OISE Graduate Student Research Conference 2024
Ontario Institute for Studies in Education, Canada
March 22-23, 2024
The OISE Graduate Studies Research Conference is an annual conference open to all OISE students and recent OISE alumni. This year, the theme for the conference was “Despite and Because of Difference”: Cultivating Critical Conversations for the Future of Education, which seeks to foster productive dialogues and create space for knowledge exchanges and the development of potential political solidarities among participants. Proposals were invited that fall under five different themes:
Difference and Belonging
Resistance and Agency
Cross-community Conversations
Transformative Theory and Practice
Future Educational Imaginaries
The conference booklet can be found here:
I presented on a panel called "Situated Interventions: Diverse Approaches to Community Sustainability", which featured speakers on sustainability as it relates to traditional Chinese culture and higher education.

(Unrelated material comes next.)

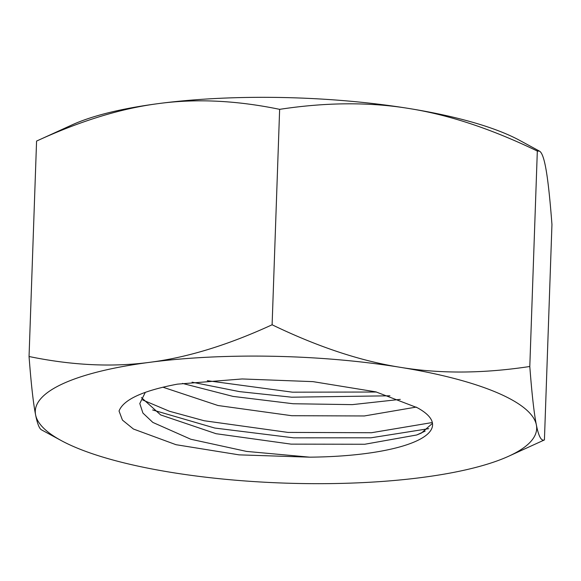 <?xml version="1.0" encoding="UTF-8"?>
<svg xmlns="http://www.w3.org/2000/svg" width="581" height="581" viewBox="0 0 581 581"><rect width="100%" height="100%" fill="white"/><g stroke="black" fill="none" stroke-linecap="round" stroke-linejoin="round"><path stroke-width="0.87" d="M544.426 439.926L551.95 224.491C549.873 197.206 547.723 177.917 545.501 166.631L545.29 165.585C543.569 157.095 541.63 152.28 539.473 151.133L537.323 151.053L529.799 366.495C531.876 393.773 534.033 413.062 536.256 424.348L536.459 425.394C538.696 436.484 541.347 441.328 544.426 439.926L508.716 456.208A250.847 63.235 2 0 1 423.869 477.226L420.404 477.684A250.847 63.235 2 0 1 173.596 472.76L169.928 472.164A250.847 63.235 2 0 1 61.259 440.58A250.847 63.235 2 0 1 35.71 415.415L35.499 414.369A250.847 63.235 2 0 1 62.806 383.758A250.847 63.235 2 0 1 148.09 362.537L151.561 362.079A250.847 63.235 2 0 1 398.363 367.003L402.037 367.599C441.299 373.852 483.886 373.481 529.799 366.495M537.323 151.053C492.405 129.36 450.326 115.285 411.072 108.836A250.847 63.235 2 0 1 519.741 140.42L539.473 151.133M411.072 108.836L407.404 108.24C368.143 101.987 325.556 102.358 279.635 109.344L272.111 324.779C317.03 346.472 359.116 360.547 398.363 367.003M279.635 109.344C237.295 100.593 197.62 98.588 160.596 103.316A250.847 63.235 2 0 1 407.404 108.24M160.596 103.316L157.131 103.774C120.383 108.669 80.563 120.935 37.656 140.58L36.574 141.074L29.05 356.509C71.39 365.26 111.073 367.265 148.09 362.537M37.656 140.58L72.284 124.792A250.847 63.235 2 0 1 157.131 103.774M402.037 367.599A250.847 63.235 2 0 1 536.256 424.348M536.459 425.394A250.847 63.235 2 0 1 508.716 456.208M416.475 441.001A146.673 36.973 -178 0 0 432.569 425.002A146.673 36.973 -178 0 0 417.202 407.68L375.885 391.87L312.992 381.637L242.175 378.957L177.445 384.143C142.875 390.664 123.404 399.626 119.04 411.028L122.453 420.099L133.427 429.025L176.014 444.697L239.074 454.858L309.717 457.167A146.673 36.973 -178 0 0 416.475 441.001M35.499 414.369C33.277 403.083 31.127 383.794 29.05 356.509M61.259 440.58L41.527 429.867C39.37 428.72 37.431 423.905 35.71 415.415M151.561 362.079C188.585 357.148 228.776 344.715 272.111 324.779M432.475 423.338L421.37 433.077L416.686 434.987L364.759 444.254L291.059 444.131L216.074 433.709L160.646 414.921L141.415 397.586M309.717 457.167L246.569 451.415L190.8 439.251L152.832 422.423L142.926 413.062L139.789 403.555L145.301 392.349M400.273 399.372L352.318 404.63L293.129 403.744L233.025 396.402L182.463 383.409M416.272 407.085L364.345 415.96L291.756 415.713L218.006 405.516L162.898 387.193M428.705 428.669L370.925 437.805L293.63 437.842L214.767 428.044L152.629 409.946M432.329 422.525L371.484 432.729L287.958 432.409L204.185 420.746L169.405 411.246L142.657 399.968M389.938 395.792L291.677 397.201L239.452 391.616L192.086 382.182M376.51 392.022L292.461 392.182L207.301 380.686M425.154 431.124L416.686 434.987"/></g></svg>

My own paper was called "Redefining Consumption and Sustainable Planning: Freetown and the City of Darkness Through a Green Lens", which reimagines the work of Derek Wall on the commons as it is applied to Green republicanism and active citizenship.
The purpose of this paper was to unpack the concept of Green republicanism for a better understanding of how citizenship is a relationship of rights and responsibilities between the individual, the community and the common "good" or asset. For Green republicans, this asset is the environment. It is based on a tradition of self-governance, public discourse and education, and the equitable sharing of these rights and responsibilities is what creates the sense of community. Political action is implied as an eventuality through this public discourse and learning regarding environmental stewardship, because citizens feel appropriate steps have not been taken by the government to ensure environmental sustainability.
In order to understand this concept of Green commons theory, which is a reconceptualization of Ostrom's commons theory according to Derek Wall combined with Green republicanism, I use two very different case studies and interpretation of the commons: Kowloon Walled City and Freetown Christiania. One was a Chinese enclave within the British colony of Hong Kong said to be “filthy” and “lawless”, while the other was considered to be an anarchist "social experiment" by the Danish government. I engage with features traditionally linked to commons, such as enclosures, radical social movements, and usufruct rights, to arrive at a definition of Green commons theory and how it situates between Wall's commons and Green ideology.
In the end, the concept of green commons theory relies heavily on the way in which the common pool resources are collectively managed. Green republicanism speaks to self-governance and a community where everyone is treated as equitably as possible through social rather than economic standards. But ultimately, the question that needs to be answered may be whether the citizens exercise their rights and responsibilities towards the common good, which is the commons.